Мы шли так, как всегда, т. е. так, как изображены воины
на ассирийских памятниках: тысяча голов – две слитных, интегральных ноги, две
интегральных, в размахе, руки. В конце проспекта – там, где грозно гудела
аккумуляторная башня, – навстречу нам четырехугольник: по бокам, впереди,
сзади – стража; в середине трое, на юнифах этих людей – уже нет золотых нумеров
– и все до жути ясно.
Огромный циферблат на вершине башни – это было лицо:
нагнулось из облаков и, сплевывая вниз секунды, равнодушно ждало. И вот ровно в
13 часов и 6 минут – в четырехугольнике произошло замешательство. Все это было
совсем близко от меня, мне видны были мельчайшие детали, и очень ясно
запомнилась тонкая, длинная шея и на виске – путаный переплет голубых жилок,
как реки на географической карте маленького неведомого мира, и этот неведомый
мир – видимо, юноша. Вероятно, он заметил кого-то в наших рядах: поднялся на
цыпочки, вытянул шею, остановился. Один из стражи щелкнул по нему синеватой
искрой электрического кнута; он тонко, по-щенячьи, взвизгнул. И затем – четкий
щелк, приблизительно каждые 2 секунды – и взвизг, щелк – взвизг.

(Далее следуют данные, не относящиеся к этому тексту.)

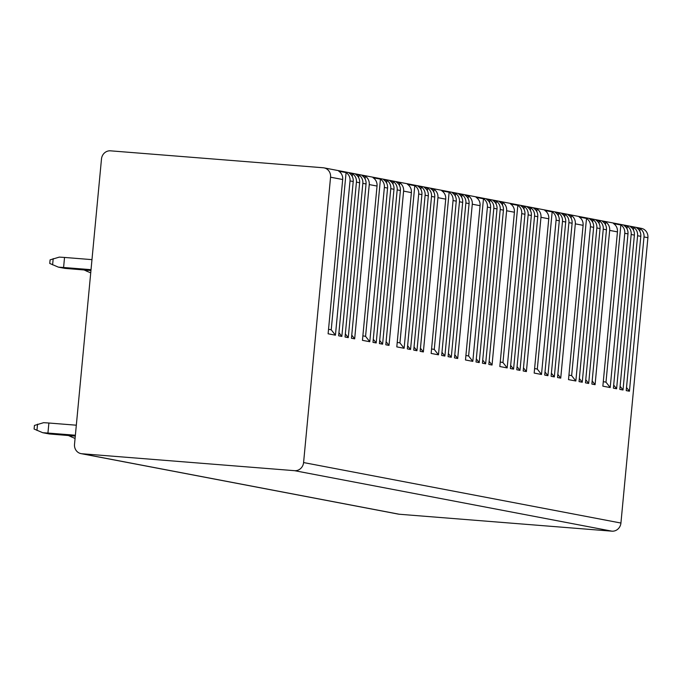 <?xml version="1.0" encoding="UTF-8"?>
<svg xmlns="http://www.w3.org/2000/svg" width="682" height="682" viewBox="0 0 682 682"><rect width="100%" height="100%" fill="white"/><g stroke="black" fill="none" stroke-linecap="round" stroke-linejoin="round"><path stroke-width="1.02" d="M324.027 167.874L641.37 228.368A8.823 8.201 100.8 0 1 647.9 237.686L620.927 523.043A8.823 8.201 100.8 0 1 611.916 531.167L399.217 514.237A8.823 8.201 100.8 0 1 398.39 514.126L81.047 453.632A8.823 8.201 -79.2 0 0 81.874 453.743L294.573 470.682A8.823 8.201 -79.2 0 0 303.584 462.558L330.557 177.201A8.823 8.201 -79.2 0 0 324.027 167.874A8.823 8.201 -79.2 0 0 323.208 167.763L110.501 150.833A8.823 8.201 -79.2 0 0 101.49 158.957L74.517 444.314A8.823 8.201 -79.2 0 0 81.047 453.632M631.182 234.497A8.823 8.201 100.8 0 0 627.261 226.194L624.056 225.58A8.823 8.201 100.8 0 1 627.977 233.892L613.399 388.169L616.605 388.783L631.182 234.497L634.388 235.111A8.823 8.201 100.8 0 0 630.466 226.808L633.672 227.413A8.823 8.201 100.8 0 1 637.593 235.725L623.016 390.002L619.81 389.388L634.388 235.111M644.004 236.944A8.823 8.201 100.8 0 0 640.083 228.641L636.877 228.027A8.823 8.201 100.8 0 1 640.799 236.33L626.221 390.615L629.426 391.221L644.004 236.944L647.9 237.686M350.019 180.909A8.823 8.201 100.8 0 0 346.089 172.597L338.766 171.208A8.823 8.201 100.8 0 1 342.688 179.511L328.11 333.788L335.433 335.186L350.019 180.909L353.225 181.514A8.823 8.201 100.8 0 0 349.295 173.211L352.5 173.825A8.823 8.201 100.8 0 1 356.43 182.128L341.844 336.414L338.639 335.8L353.225 181.514M362.841 183.347A8.823 8.201 100.8 0 0 358.911 175.044L355.706 174.439A8.823 8.201 100.8 0 1 359.636 182.742L345.049 337.019L348.255 337.633L362.841 183.347L366.046 183.961A8.823 8.201 100.8 0 0 362.116 175.658L365.322 176.271A8.823 8.201 100.8 0 1 369.252 184.575L354.666 338.852L351.46 338.246L366.046 183.961M384.367 187.456A8.823 8.201 100.8 0 0 380.437 179.144L373.114 177.755A8.823 8.201 100.8 0 1 377.035 186.058L362.449 340.335L369.78 341.733L384.367 187.456L387.572 188.061A8.823 8.201 100.8 0 0 383.642 179.758L386.847 180.372A8.823 8.201 100.8 0 1 390.777 188.675L376.191 342.952L372.986 342.347L387.572 188.061M397.188 189.894A8.823 8.201 100.8 0 0 393.258 181.591L390.053 180.977A8.823 8.201 100.8 0 1 393.983 189.289L379.397 343.566L382.602 344.18L397.188 189.894L400.394 190.508A8.823 8.201 100.8 0 0 396.464 182.205L399.669 182.81A8.823 8.201 100.8 0 1 403.599 191.122L389.013 345.399L385.807 344.785L400.394 190.508M418.705 194.003A8.823 8.201 100.8 0 0 414.784 185.692L407.452 184.293A8.823 8.201 100.8 0 1 411.382 192.605L396.796 346.882L404.119 348.28L418.705 194.003L421.911 194.609A8.823 8.201 100.8 0 0 417.989 186.305L421.195 186.919A8.823 8.201 100.8 0 1 425.116 195.222L410.538 349.499L407.325 348.894L421.911 194.609M431.527 196.442A8.823 8.201 100.8 0 0 427.605 188.138L424.4 187.524A8.823 8.201 100.8 0 1 428.322 195.836L413.744 350.113L416.949 350.727L431.527 196.442L434.732 197.055A8.823 8.201 100.8 0 0 430.811 188.752L434.016 189.357A8.823 8.201 100.8 0 1 437.938 197.669L423.36 351.946L420.155 351.332L434.732 197.055M453.053 200.542A8.823 8.201 100.8 0 0 449.123 192.239L441.8 190.841A8.823 8.201 100.8 0 1 445.721 199.153L431.143 353.429L438.466 354.828L453.053 200.542L456.258 201.156A8.823 8.201 100.8 0 0 452.337 192.853L455.542 193.466A8.823 8.201 100.8 0 1 459.463 201.77L444.877 356.047L441.672 355.441L456.258 201.156M465.874 202.989A8.823 8.201 100.8 0 0 461.953 194.685L458.747 194.072A8.823 8.201 100.8 0 1 462.669 202.375L448.083 356.66L451.288 357.274L465.874 202.989L469.08 203.603A8.823 8.201 100.8 0 0 465.158 195.299L468.363 195.905A8.823 8.201 100.8 0 1 472.285 204.208L457.699 358.493L454.493 357.88L469.08 203.603M487.4 207.089A8.823 8.201 100.8 0 0 483.47 198.786L476.147 197.388A8.823 8.201 100.8 0 1 480.068 205.691L465.482 359.977L472.814 361.375L487.4 207.089L490.605 207.703A8.823 8.201 100.8 0 0 486.675 199.4L489.881 200.005A8.823 8.201 100.8 0 1 493.811 208.317L479.224 362.594L476.019 361.98L490.605 207.703M500.221 209.536A8.823 8.201 100.8 0 0 496.291 201.233L493.086 200.619A8.823 8.201 100.8 0 1 497.016 208.922L482.43 363.208L485.635 363.813L500.221 209.536L503.427 210.15A8.823 8.201 100.8 0 0 499.497 201.838L502.702 202.452A8.823 8.201 100.8 0 1 506.632 210.755L492.046 365.041L488.841 364.427L503.427 210.15M521.739 213.637A8.823 8.201 100.8 0 0 517.817 205.333L510.486 203.935A8.823 8.201 100.8 0 1 514.416 212.238L499.829 366.524L507.161 367.922L521.739 213.637L524.944 214.25A8.823 8.201 100.8 0 0 521.022 205.947L524.228 206.552A8.823 8.201 100.8 0 1 528.149 214.864L513.572 369.141L510.366 368.527L524.944 214.25M534.56 216.083A8.823 8.201 100.8 0 0 530.639 207.78L527.433 207.166A8.823 8.201 100.8 0 1 531.355 215.469L516.777 369.755L519.982 370.36L534.56 216.083L537.766 216.697A8.823 8.201 100.8 0 0 533.844 208.385L537.049 208.999A8.823 8.201 100.8 0 1 540.971 217.302L526.393 371.588L523.188 370.974L537.766 216.697M556.086 220.184A8.823 8.201 100.8 0 0 552.164 211.88L544.833 210.482A8.823 8.201 100.8 0 1 548.763 218.786L534.177 373.071L541.499 374.469L556.086 220.184L559.291 220.798A8.823 8.201 100.8 0 0 555.37 212.494L558.575 213.099A8.823 8.201 100.8 0 1 562.497 221.403L547.91 375.688L544.705 375.074L559.291 220.798M568.907 222.63A8.823 8.201 100.8 0 0 564.986 214.327L561.78 213.713A8.823 8.201 100.8 0 1 565.702 222.017L551.116 376.302L554.321 376.907L568.907 222.63L572.113 223.236A8.823 8.201 100.8 0 0 568.191 214.932L571.397 215.546A8.823 8.201 100.8 0 1 575.318 223.849L560.732 378.135L557.526 377.521L572.113 223.236M590.433 226.731A8.823 8.201 100.8 0 0 586.503 218.428L579.18 217.029A8.823 8.201 100.8 0 1 583.101 225.333L568.515 379.618L575.847 381.008L590.433 226.731L593.638 227.345A8.823 8.201 100.8 0 0 589.708 219.033L592.914 219.647A8.823 8.201 100.8 0 1 596.844 227.95L582.258 382.235L579.052 381.622L593.638 227.345M603.255 229.178A8.823 8.201 100.8 0 0 599.325 220.866L596.119 220.26A8.823 8.201 100.8 0 1 600.049 228.564L585.463 382.841L588.668 383.455L603.255 229.178L606.46 229.783A8.823 8.201 100.8 0 0 602.53 221.48L605.735 222.093A8.823 8.201 100.8 0 1 609.665 230.397L595.079 384.674L591.874 384.068L606.46 229.783M624.772 233.278A8.823 8.201 100.8 0 0 620.85 224.975L613.519 223.577A8.823 8.201 100.8 0 1 617.449 231.88L602.862 386.165L610.194 387.555L624.772 233.278L627.977 233.892M620.85 224.975L605.991 382.167L610.194 387.555M626.511 387.487L629.426 391.221M640.083 228.641L639.835 231.249M91.976 259.637L64.534 257.446L63.588 267.489L91.03 269.671M76.324 425.201L48.891 423.019L47.936 433.053L75.378 435.235M64.534 257.446L59.308 257.105L50.093 259.868L49.752 263.457L58.362 267.139L63.588 267.489M48.891 423.019L43.657 422.67L34.441 425.44L34.1 429.029L42.71 432.703L47.936 433.053M58.362 267.139L64.918 268.384L90.945 270.524M42.71 432.703L49.266 433.957L75.293 436.096M90.723 272.894L84.099 269.978M75.071 438.458L68.447 435.551M346.089 172.597L331.23 329.798L328.536 329.287M331.23 329.798L335.433 335.186M352.5 173.825L352.253 176.433M338.937 332.68L341.844 336.414M358.911 175.044L358.672 177.652M345.348 333.899L348.255 337.633M365.322 176.271L365.083 178.88M351.759 335.118L354.666 338.852M380.437 179.144L365.578 336.345L362.875 335.834M365.578 336.345L369.78 341.733M386.847 180.372L386.6 182.981M373.276 339.218L376.191 342.952M393.258 181.591L393.011 184.2M379.686 340.446L382.602 344.18M399.669 182.81L399.422 185.427M386.097 341.665L389.013 345.399M414.784 185.692L399.925 342.893L397.222 342.373M399.925 342.893L404.119 348.28M421.195 186.919L420.947 189.528M407.623 345.765L410.538 349.499M427.605 188.138L427.358 190.747M414.034 346.993L416.949 350.727M434.016 189.357L433.769 191.974M420.444 348.212L423.36 351.946M449.123 192.239L434.264 349.44L431.57 348.92M434.264 349.44L438.466 354.828M455.542 193.466L455.295 196.075M441.97 352.313L444.877 356.047M461.953 194.685L461.705 197.294M448.381 353.54L451.288 357.274M468.363 195.905L468.116 198.522M454.792 354.759L457.699 358.493M483.47 198.786L468.611 355.987L465.908 355.467M468.611 355.987L472.814 361.375M489.881 200.005L489.633 202.622M476.317 358.86L479.224 362.594M496.291 201.233L496.044 203.841M482.728 360.079L485.635 363.813M502.702 202.452L502.455 205.06M489.139 361.307L492.046 365.041M517.817 205.333L502.958 362.526L500.256 362.014M502.958 362.526L507.161 367.922M524.228 206.552L523.981 209.169M510.656 365.407L513.572 369.141M530.639 207.78L530.391 210.388M517.067 366.626L519.982 370.36M537.049 208.999L536.802 211.608M523.478 367.854L526.393 371.588M552.164 211.88L537.305 369.073L534.603 368.561M537.305 369.073L541.499 374.469M558.575 213.099L558.328 215.717M545.003 371.954L547.91 375.688M564.986 214.327L564.739 216.936M551.414 373.173L554.321 376.907M571.397 215.546L571.149 218.155M557.825 374.401L560.732 378.135M586.503 218.428L571.644 375.62L568.941 375.109M571.644 375.62L575.847 381.008M592.914 219.647L592.667 222.255M579.35 378.501L582.258 382.235M599.325 220.866L599.077 223.483M585.761 379.721L588.668 383.455M605.735 222.093L605.488 224.702M592.172 380.94L595.079 384.674M605.991 382.167L603.289 381.656M627.261 226.194L627.014 228.802M613.689 385.049L616.605 388.783M633.672 227.413L633.425 230.03M620.1 386.268L623.016 390.002M637.593 235.725L640.799 236.33M330.557 177.201L342.688 179.511M356.43 182.128L359.636 182.742M369.252 184.575L377.035 186.058M390.777 188.675L393.983 189.289M403.599 191.122L411.382 192.605M425.116 195.222L428.322 195.836M437.938 197.669L445.721 199.153M459.463 201.77L462.669 202.375M472.285 204.208L480.068 205.691M493.811 208.317L497.016 208.922M506.632 210.755L514.416 212.238M528.149 214.864L531.355 215.469M540.971 217.302L548.763 218.786M562.497 221.403L565.702 222.017M575.318 223.849L583.101 225.333M596.844 227.95L600.049 228.564M609.665 230.397L617.449 231.88M303.584 462.558L620.927 523.043M294.573 470.682L611.916 531.167M81.874 453.743L399.217 514.237M53.196 258.614L52.608 264.838M37.544 424.178L36.956 430.402M87.066 270.217L86.955 271.385M71.414 435.789L71.303 436.949"/></g></svg>

Мы по-прежнему мерно, ассирийски, шли – и я, глядя на
изящные зигзаги искр, думал: «Все в человеческом обществе безгранично
совершенствуется – и должно совершенствоваться. Каким безобразным орудием был
древний кнут – и сколько красоты…»
Но здесь, как соскочившая на полном ходу гайка, от наших
рядов оторвалась тонкая, упруго-гибкая женская фигура и с криком: «Довольно! Не
сметь!» – бросилась прямо туда, в четырехугольник. Это было – как метеор – 119
лет назад: вся прогулка застыла, и наши ряды – серые гребни скованных внезапным
морозом волн.
Секунду я смотрел на нее посторонне, как и все: она уже не
была нумером – она была только человеком, она существовала только как
метафизическая субстанция оскорбления, нанесенного Единому Государству. Но одно
какое-то ее движение – заворачивая, она согнула бедра налево – и мне вдруг
ясно: я знаю, я знаю это гибкое, как хлыст, тело – мои глаза, мои губы, мои
руки знают его, – в тот момент я был в этом совершенно уверен.
Двое из стражи – наперерез ей. Сейчас – в пока еще ясной,
зеркальной точке мостовой – их траектории пересекутся, – сейчас ее
схватят… Сердце у меня глотнуло, остановилось – и не рассуждая: можно, нельзя,
нелепо, разумно, – я кинулся в эту точку…
Я чувствовал на себе тысячи округленных от ужаса глаз, но
это только давало еще больше какой-то отчаянно-веселой силы тому дикому,
волосаторукому, что вырвался из меня, и он бежал все быстрее. Вот уже два шага,
она обернулась —
Передо мною дрожащее, забрызганное веснушками лицо, рыжие
брови… Не она! Не I.
Бешеная, хлещущая радость. Я хочу крикнуть что-то вроде:
«Так ее!», «Держи ее!» – но слышу только свой шепот. А на плече у меня – уже
тяжелая рука, меня держат, ведут, я пытаюсь объяснить им…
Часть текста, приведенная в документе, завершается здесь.